# eibach prokits



## nismosentra (Dec 14, 2002)

Do springs like eibach prokits actually improve handling at all or only certain brands/type? Since they lower the car's center of gravity, I assume the handling is improved.

Will the prokits increase the chance that the car will bottom out when having a full trunk (using kyb agx)? If it does, it would probably be better using OE springs.

Thanks!


----------



## andre (Apr 30, 2002)

Any lowering will increase the chance of your car bottoming out....especially with a full trunk.


----------



## Guest (Dec 30, 2002)

I driving a Nissan Sentra B14 1.6L car with fitted with a eibach with a prokit, the car was lower and have a better response. It is true that it increase the changes of bottoming out, especially with the original absorber. very sad that Eibach only make spring for this car and not the absorber.

I also have a question for ask hopefully there is some help from any one. My stock absorber is giving way very fast, due to eibach spring, what brand of absorber is good for my car? the stock is very soft and it is very uncomfortable.I also made a change to the original tyre from original 165/60/14 to 195/50/15 michillin tyre. 

I would like to ask whether should I change to Koni absorber or some other brands? how about the monroe abosber which is not widely discussed here? is there are diff. for absorber for non ABS car and a ABs fited Cars?

Please help

Thank you


----------



## bahearn (Jul 15, 2002)

No difference in struts between ABS and non-ABS cars.

Monroe - essentially stock
Tokico - better
KYB GR-2 - essentially stock
KYB AGX - single-adjustable and fairly stiff
Gabriel - essentially stock
Koni - no struts but maybe shocks to fit B14. Offers inserts fitted to gutted struts, made for competition.

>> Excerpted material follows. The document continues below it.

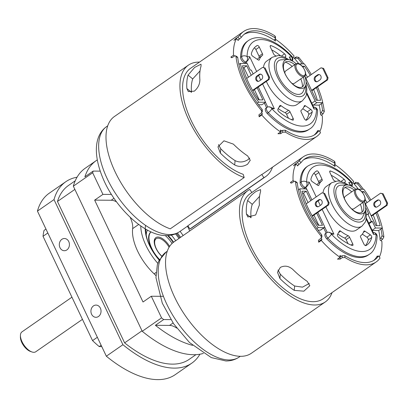 <?xml version="1.0" encoding="UTF-8"?>
<svg xmlns="http://www.w3.org/2000/svg" width="408" height="408" viewBox="0 0 408 408"><rect width="100%" height="100%" fill="white"/><g stroke="black" fill="none" stroke-linecap="round" stroke-linejoin="round"><path stroke-width="0.61" d="M180.586 237.318A31.997 15.489 55.2 0 0 177.358 232.963M179.76 237.895A31.997 15.489 55.2 0 0 176.475 233.468M97.293 159.9A110.446 53.453 55.2 0 0 96.212 160.614A110.446 53.453 55.2 0 0 84.884 176.837L93.167 171.085A110.446 53.453 55.2 0 0 92.667 172.763L102.933 194.381L94.651 200.129L143.019 301.996L151.302 296.249L161.568 317.868L142.239 331.286A110.446 53.453 55.2 0 0 193.591 354.715A110.446 53.453 55.2 0 0 203.383 353.415M171.36 235.105A29.963 14.504 -124.8 0 1 175.669 240.735M178.949 238.456A29.963 14.504 55.2 0 0 175.527 233.876M145.875 229.225A29.963 14.504 55.2 0 0 151.271 248.824M158.778 259.636A29.963 14.504 55.2 0 0 159.191 260.105M189.746 230.959L187.486 226.205M94.651 200.129L111.2 200.241A19.472 9.425 -124.8 0 1 116.535 201.843M130.198 217.362A19.472 9.425 -124.8 0 1 132.656 228.628A38.413 18.595 55.2 0 0 154.127 273.834A19.472 9.425 -124.8 0 1 155.907 275.635M161.568 317.868A110.446 53.453 55.2 0 0 163.669 319.561L155.387 325.309A110.446 53.453 55.2 0 0 192.617 345.372M96.212 160.614L85.165 168.28A110.446 53.453 55.2 0 0 73.338 186.181L142.239 331.286M92.667 172.763L73.338 186.181M155.387 325.309L169.575 325.405A19.472 9.425 -124.8 0 1 176.73 328.114M183.136 235.549A38.413 18.595 55.2 0 0 180.071 231.351M93.167 171.085L100.225 171.136M102.933 194.381L111.481 194.438M140.775 225.996A38.413 18.595 55.2 0 0 157.804 263.339M151.302 296.249L163.435 296.33M163.669 319.561L170.881 319.607M145.579 225.4A31.997 15.489 55.2 0 0 159.824 260.824M195.947 354.659L189.169 359.366A105.835 51.224 -124.8 0 1 124.613 342.868L57.472 201.47L74.868 189.399M124.613 342.868L142.004 330.791M57.472 201.47A105.835 51.224 -124.8 0 1 68.462 185.487L75.24 180.785M100.373 308.147A6.11 5.059 -89.6 0 0 96.023 305.087A6.11 5.059 -89.6 0 0 91.616 308.122A6.11 5.059 -89.6 0 0 91.591 314.242A6.11 5.059 -89.6 0 0 95.941 317.302A6.11 5.059 -89.6 0 0 100.348 314.267A6.11 5.059 -89.6 0 0 100.373 308.147M68.758 241.567A6.11 5.059 -89.6 0 0 64.408 238.507A6.11 5.059 -89.6 0 0 60.002 241.541A6.11 5.059 -89.6 0 0 59.976 247.661A6.11 5.059 -89.6 0 0 64.326 250.721A6.11 5.059 -89.6 0 0 68.733 247.687A6.11 5.059 -89.6 0 0 68.758 241.567M199.92 354.215A110.446 53.453 -124.8 0 1 191.801 363.151L175.231 374.651A110.446 53.453 -124.8 0 1 106.34 356.21L37.439 211.099A110.446 53.453 -124.8 0 1 49.266 193.203L65.836 181.703A110.446 53.453 -124.8 0 1 77.046 177.215M37.439 211.099L54.009 199.599A110.446 53.453 -124.8 0 1 65.836 181.703M191.801 363.151A110.446 53.453 -124.8 0 1 122.91 344.704L54.009 199.599M106.34 356.21L122.91 344.704M199.854 79.54A63.974 30.962 -124.8 0 1 201.057 66.091L201.006 64.204L194.641 67.417L188.078 75.097A63.974 30.962 55.2 0 0 186.874 88.546L188.297 91.571L194.335 91.152C198.109 87.847 199.946 83.977 199.854 79.54M247.671 155.948A63.974 30.962 -124.8 0 1 233.351 144.111L223.941 140.811L217.954 146.86L220.371 153.122A63.974 30.962 55.2 0 0 234.692 164.959C238.894 167.107 243.183 166.862 247.564 164.22L250.257 160.308L247.671 155.948M275.339 39.245L275.487 41.04A61.404 29.718 55.2 0 0 274.156 40.147L275.568 38.546L275.038 37.765L274.88 35.863A63.974 30.962 55.2 0 0 253.822 28.56A63.974 30.962 55.2 0 0 243.663 31.447A63.974 30.962 55.2 0 0 239.771 35.358L241.414 37.281L238.665 39.632A61.404 29.718 55.2 0 0 238.16 40.499L236.513 38.576A63.974 30.962 55.2 0 0 233.539 55.192L230.943 56.998L231.979 57.676M244.173 177.531A67.804 32.819 -124.8 0 1 190.026 122.543A67.804 32.819 -124.8 0 1 188.404 65.153L114.475 116.474A67.804 32.819 -124.8 0 0 116.096 173.864A67.804 32.819 -124.8 0 0 170.243 228.852L244.173 177.531L243.209 174.333A63.974 30.962 -124.8 0 1 192.117 122.446A63.974 30.962 -124.8 0 1 190.587 68.294L243.663 31.447M285.416 132.136L282.708 132.248L282.55 130.351L285.258 130.239L285.416 132.136A63.974 30.962 55.2 0 0 306.469 139.439A63.974 30.962 55.2 0 0 316.628 136.553A63.974 30.962 55.2 0 0 320.525 132.646L318.969 130.448L320.525 132.646M282.708 132.248L280.658 133.671L277.95 133.737L280.546 131.937L280.388 130.035A61.404 29.718 55.2 0 0 281.719 130.927L280.531 131.748M261.538 112.838A61.404 29.718 55.2 0 0 262.446 113.878L261.747 115.005A63.974 30.962 55.2 0 0 280.546 131.937M261.747 115.005L259.151 116.805L258.891 114.847L261.742 112.582L261.502 110.599L262.201 109.472L262.441 111.455L261.742 112.582M235.987 56.498L235.64 55.84L237.42 57.003L237.767 57.661L235.987 56.498A63.974 30.962 55.2 0 0 261.502 110.599M235.64 55.84L234.467 56.023L232.422 57.446L231.254 57.635L230.943 56.998M236.513 38.576L233.917 40.377L235.804 38.556L236.079 38.877M239.491 39.056L237.849 37.138L235.804 38.556M237.849 37.138L239.771 35.358M275.038 37.765A61.404 29.718 55.2 0 0 254.883 30.789A61.404 29.718 55.2 0 0 245.131 33.558A61.404 29.718 55.2 0 0 241.414 37.281M274.156 40.147A61.404 29.718 55.2 0 0 252.669 32.324A61.404 29.718 55.2 0 0 244.061 34.379M218.51 144.713L220.759 148.777A57.395 27.78 55.2 0 0 235.079 160.614C239.282 162.68 243.576 162.374 247.967 159.701L249.737 158.054M285.325 62.128A17.799 8.614 -124.8 0 1 292.179 66.443M300.803 78.866A17.799 8.614 -124.8 0 1 302.45 86.797M303.328 77.117A15.014 7.268 -124.8 0 1 303.797 85.053A15.014 7.268 -124.8 0 1 300.033 87.496A15.014 7.268 -124.8 0 1 285.539 74.623A15.014 7.268 -124.8 0 1 287.426 61.475A15.014 7.268 -124.8 0 1 287.681 61.47A15.014 7.268 -124.8 0 1 294.704 64.694M304.73 76.102A16.713 8.089 -124.8 0 1 305.567 85.797A16.713 8.089 -124.8 0 1 301.379 88.516A16.713 8.089 -124.8 0 1 285.248 74.19A16.713 8.089 -124.8 0 1 287.349 59.558A16.713 8.089 -124.8 0 1 287.63 59.553A16.713 8.089 -124.8 0 1 296.142 63.73M281.53 59.797A19.977 9.67 55.2 0 0 279.021 77.285A19.977 9.67 55.2 0 0 298.304 94.411A19.977 9.67 55.2 0 0 303.307 91.168L305.567 85.797A22.624 10.95 55.2 0 1 299.395 96.706A22.624 10.95 55.2 0 1 277.409 77.015A22.624 10.95 55.2 0 1 280.775 57.492A22.624 10.95 55.2 0 1 287.349 59.558L281.53 59.797M305.893 120.202A44.768 21.67 55.2 0 0 308.759 114.459A1.923 0.928 55.2 0 0 307.357 111.802L310.809 109.405A1.923 0.928 -124.8 0 1 312.207 112.062A44.768 21.67 55.2 0 1 307.331 119.626A44.768 21.67 55.2 0 1 306.434 120.187A1.923 0.928 -124.8 0 1 304.302 118.575L301.15 111.94A1.923 0.928 -124.8 0 1 301.119 110.374A33.629 16.274 -124.8 0 0 304.297 105.917A1.923 0.928 -124.8 0 1 304.485 105.657A1.923 0.928 -124.8 0 1 304.791 105.57A1.923 0.928 -124.8 0 1 305.49 105.83L303.873 106.952M279.857 105.657A1.923 0.928 -124.8 0 1 280.005 105.493A1.923 0.928 -124.8 0 1 280.306 105.407A1.923 0.928 -124.8 0 1 281.137 105.759A33.629 16.274 55.2 0 0 288.578 110.288A1.923 0.928 -124.8 0 1 290.042 111.863L293.194 118.498A1.923 0.928 -124.8 0 1 293.214 120.069A1.923 0.928 -124.8 0 1 292.582 120.09A44.768 21.67 -124.8 0 1 279.026 111.838A1.923 0.928 -124.8 0 1 277.904 109.181L279.857 105.657M275.808 55.774A33.629 16.274 55.2 0 0 275.028 55.417A1.923 0.928 -124.8 0 1 273.564 53.841L270.412 47.206A1.923 0.928 -124.8 0 1 270.392 45.635A1.923 0.928 -124.8 0 1 270.698 45.548A1.923 0.928 -124.8 0 1 271.024 45.614A44.768 21.67 -124.8 0 1 284.575 53.866A1.923 0.928 -124.8 0 1 285.702 56.523L285.187 57.446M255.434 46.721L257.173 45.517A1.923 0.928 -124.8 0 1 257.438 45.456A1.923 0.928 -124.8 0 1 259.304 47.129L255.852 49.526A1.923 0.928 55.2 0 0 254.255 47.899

I'm sure there are others, especially non-American. White Line in Australia might offer something that we don't get.


----------



## LexKyB13 (May 1, 2002)

ok, i'm sorry but the kyb gr-2s are much better than stock. they have more dampening. i've got prokits with gr-2s all the way around on my b13 and i haven't bottomed out yet and i've done some pretty hard driving. they also make the car handle much better than it did.


----------



## bahearn (Jul 15, 2002)

Have you tried the GR-2 struts with stock springs? I personally have not tried the GR-2 struts but recall others noting they aren't significantly better than stock. Check the Seminal SE-R mailing list archives


----------



## LexKyB13 (May 1, 2002)

no i didn't try that, i just put the prokits on when i got the gr-2s. i've compared stock replacement struts to the gr-2s side by side and it took much less weight to compress the shaft on the stockies than the gr-2s. they also sprung back out much quicker. i may be wrong, but imo they are better.


----------



## Ninety-Nine SE-L (May 5, 2002)

the GR2's are basically stock. I may be wrong, but I think Nissan uses the GR-2 shock stock. If you were to go to a Nissan parts dept. and order a set of shocks, it would be the same as going to pep-boys and ordering the KYB GR-2 shocks. The stock shocks won't last once the car has been lowered and the GR-2s will give out just as fast. 

The AGX model is the one you should get. They support lowered cars and as I read in the paperwork when mine arrived, they fully cover cars that are dropped 1.5" or less under their warranty.


----------